Using Their Own Data to Train AI Systems: How Organizations Can Harness Generative AI Effectively
Organizations looking to harness the power of generative artificial intelligence (AI) should prioritize using their own data to train AI systems. By using foundation models as a starting point and incorporating their own data, organizations can provide more relevant context and alleviate concerns about potential risks, such as inaccuracy and intellectual property infringements.
Accuracy is particularly important for companies like Jiva, an agritech vendor that utilizes AI in its mobile app, Crop Doctor. This app uses image processing and computer vision to identify crop diseases and recommend treatments. Jiva also employs AI to assess the creditworthiness of farmers who request cash advancements before a harvest, ensuring that loans are repaid when the harvest pays out. To train its AI models, Jiva uses various AI and machine learning tools, including Pinecorn, OpenAI, scikit-learn, TensorFlow, and Vertex AI. The company operates in Singapore, Indonesia, and India.
Jiva collects thousands of annotated images for each disease, sourced from its field teams and farmers who use its app AgriCentral. Field experts and agronomy experts annotate these images, which are then added to the training model. For crops that Jiva’s team is less familiar with, the company leverages other platforms like Plantix, which provide extensive datasets for image recognition and diagnosis information.
Ensuring the accuracy of information is crucial as it directly impacts farmers’ harvests and livelihoods. Jiva’s CTO Tejas Dinkar emphasizes the importance of using only datasets sourced and vetted by Jiva to maintain data veracity. Additionally, Jiva’s chatbot is engineered to ignore any pretrained data about farming that may be in large language models (LLMs), ensuring that it provides accurate responses or acknowledges when it is unable to identify a crop disease.
Jiva also uses its image library to enhance existing platforms like Plantix. While these models serve as a good baseline, they may not be adequately trained on region-specific or market-specific data. Jiva has created training models for crops that are more common in Indonesia and India, such as corn, which have been performing better than off-the-shelf products like Plantix. This highlights the importance of localization in AI models.
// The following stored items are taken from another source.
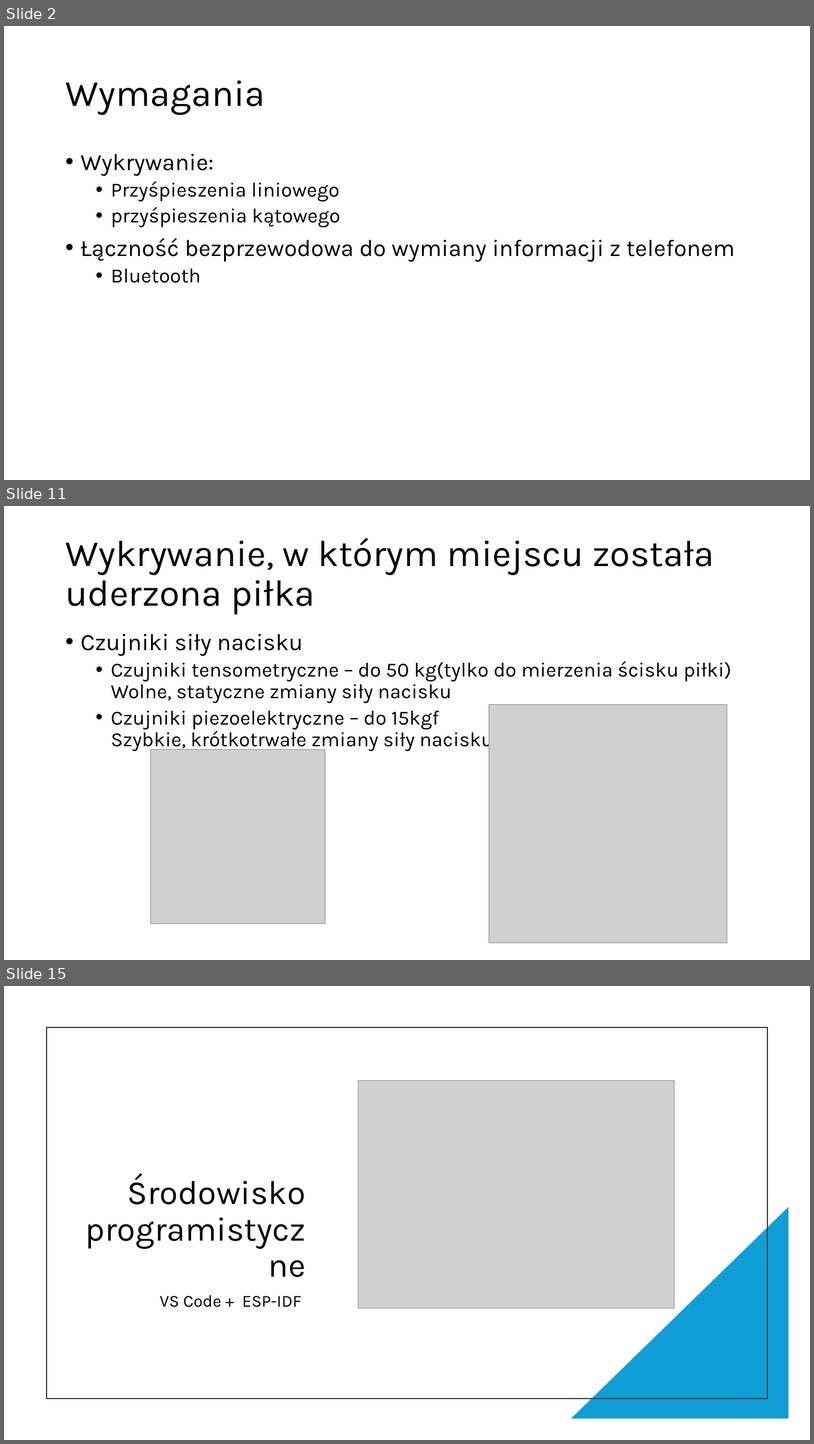
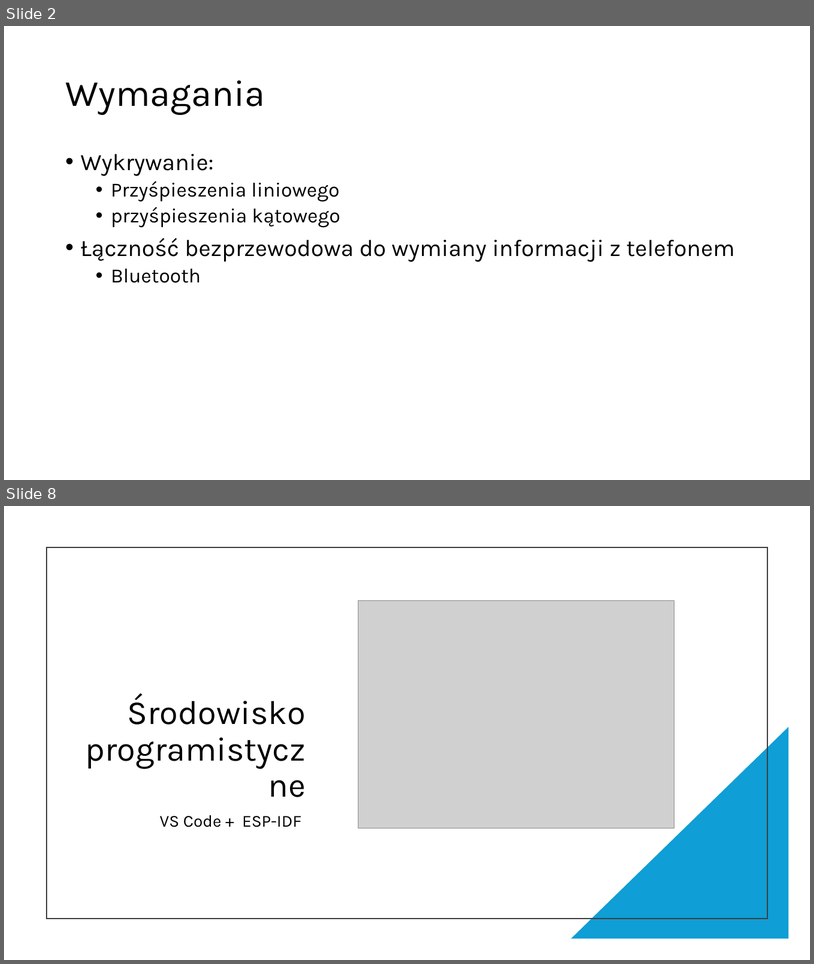
Before and after one commit to Szymek200/Smart-ball, a slide deck: Prezentacja/Smart-piłka_prez.pptx. Shown one above the other, each under a label of ours: slides 2, 11 and 15 before the commit, slides 2 and 8 after it; the slides between them are not shown. The pictures are 814x1444 and 814x964 pixels, drawn with LibreOffice and Linux fonts; fonts in the diff are those of the drawing; grey boxes stand for pictures. Boxes give left, top, right and bottom in pixels: in the first picture for what was removed or moved away, otherwise in the second. Text is boxed around its words. In the diff, an @@ line names an element or a change of style, - is before the commit and + after.

```diff
--- a/Prezentacja/Smart-piłka_prez.pptx
+++ b/Prezentacja/Smart-piłka_prez.pptx
@@ slide 11 removed at (4, 506, 810, 960), background #FFFFFF @@
@@ title removed at (65, 538, 714, 615) @@
-Wykrywanie, w którym miejscu została uderzona piłka
@@ text removed at (81, 634, 732, 751) @@
-• Czujniki siły nacisku
-  • Czujniki tensometryczne – do 50 kg(tylko do mierzenia ścisku piłki)
-    Wolne, statyczne zmiany siły nacisku
-  • Czujniki piezoelektryczne – do 15kgf
-    Szybkie, krótkotrwałe zmiany siły nacisku
@@ picture removed at (489, 704, 728, 942) @@
@@ picture removed at (151, 749, 325, 924) @@
@@ what was slide 15 is now slide 8 @@
```
Also in this commit, not shown: 1 slide changed, 4 slides added, 10 other slides removed.

While using foundation data models can provide a quick start to generative AI, organizations should aim to finetune these models with their own data for better results. Olivier Klein, Amazon Web Services’ (AWS) Asia-Pacific chief technologist, emphasizes that organizations that put in the effort to properly finetune AI models will see faster progress in their implementation. Incorporating generative AI into an organization’s data strategy and platform is also crucial for success.
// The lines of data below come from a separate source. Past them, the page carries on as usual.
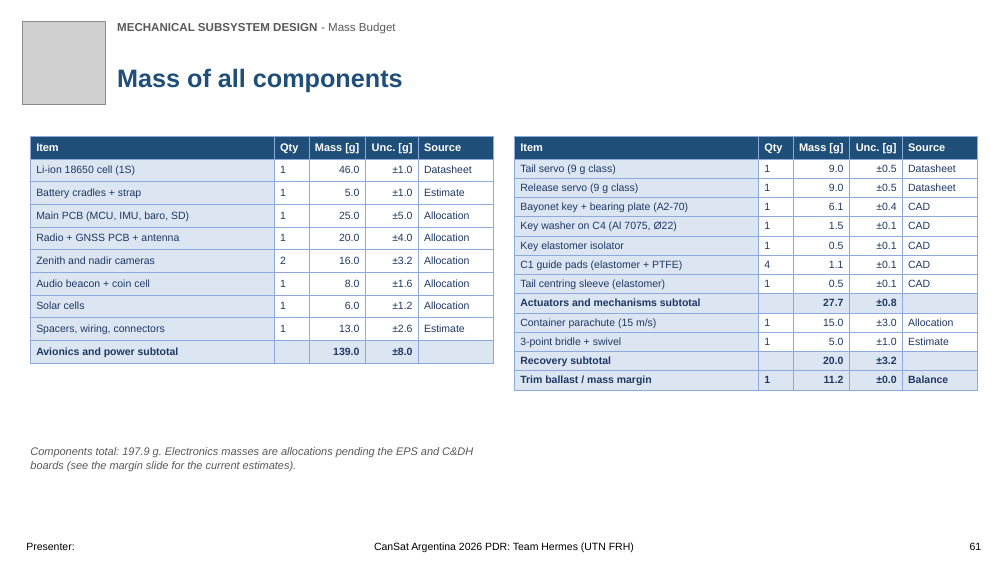
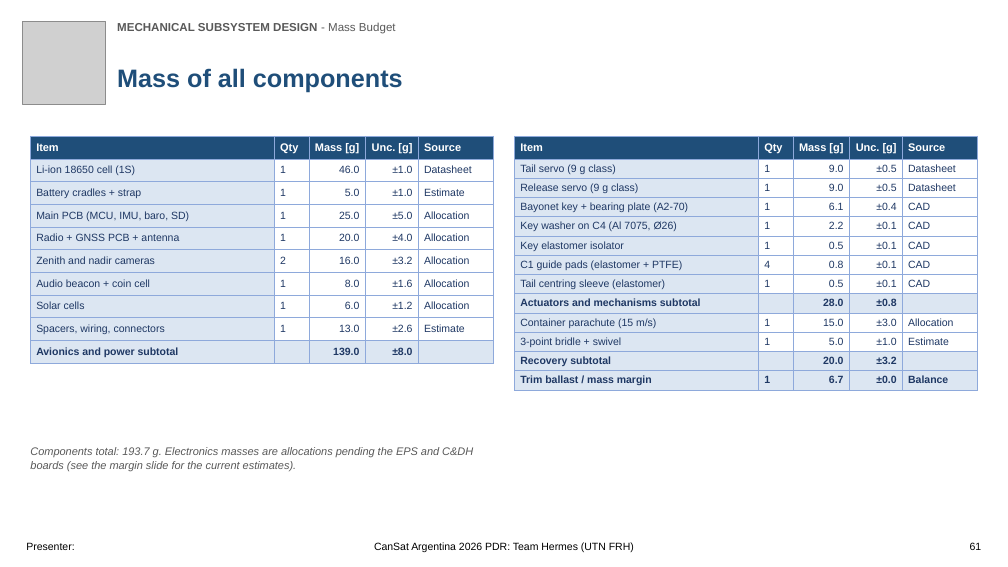
Before and after one commit to Caetano18/proyecto, a slide deck: slide 61 of cansat_pdr/laminas_plantilla/CanSat_PDR_Hermes_mecanica.pptx. Drawn at 1008x567 pixels with LibreOffice and Linux fonts; fonts in the diff are those of the drawing; grey boxes stand for pictures; background and template pictures are left out. Boxes give left, top, right and bottom in pixels: in the first picture for what was removed or moved away, otherwise in the second. Text is boxed around its words. In the diff, an @@ line names an element or a change of style, - is before the commit and + after.

```diff
--- a/cansat_pdr/laminas_plantilla/CanSat_PDR_Hermes_mecanica.pptx
+++ b/cansat_pdr/laminas_plantilla/CanSat_PDR_Hermes_mecanica.pptx
@@ table at (515, 136, 978, 390) @@
-row 5, column 1: Key washer on C4 (Al 7075, Ø22)
+row 5, column 1: Key washer on C4 (Al 7075, Ø26)
-row 5, column 3: 1.5
+row 5, column 3: 2.2
-row 7, column 3: 1.1
+row 7, column 3: 0.8
-row 9, column 3: 27.7
+row 9, column 3: 28.0
-row 13, column 3: 11.2
+row 13, column 3: 6.7
@@ text at (30, 447, 473, 471): text changed @@
-Components total: 197.9 g. Electronics masses are allocations pending the EPS and C&DH boards (see the margin slide for the current estimates).
+Components total: 193.7 g. Electronics masses are allocations pending the EPS and C&DH boards (see the margin slide for the current estimates).
```
Also in this commit, not shown: 16 other slides changed, 48 other files.

One challenge organizations face is whether they have enough data of their own to train the AI model. However, Klein notes that data quantity does not necessarily equate to data quality. Proper data annotation and contextualization are important to ensure that AI training models generate industry-specific responses. Annotating individual components of the training data helps AI machines understand the data and identify important components.
Klein dispels the misconception that all AI systems are the same, emphasizing the need for organizations to tweak AI models based on their specific use cases and verticals. Generative AI has gained attention in call centers, where it can enhance the experience for call agents by providing better responses on-the-fly and improving customer service. Call center operators can train the AI model using their own knowledge base, incorporating chatbot and customer interactions.
Finetuning an existing LLM with domain-specific content requires significantly less data compared to building a new foundational model from scratch. This approach is less computationally intensive and can be more cost-effective, although it still requires data science expertise. It’s worth noting that not all providers of LLMs permit users to finetune on top of their models.
Using their own data also addresses concerns about data control and privacy. Organizations want to retain control over the data used to train AI models and ensure it remains within their environments. This approach fosters transparency, establishes responsible AI adoption, and avoids the “blackbox” problem.
In conclusion, organizations can effectively harness generative AI by using their own data to train AI systems. By starting with foundation models and incorporating their own data, organizations can provide more relevant context, improve accuracy, and address concerns about data control. Finetuning AI models and contextualizing them to specific industries and use cases further enhances the effectiveness of generative AI.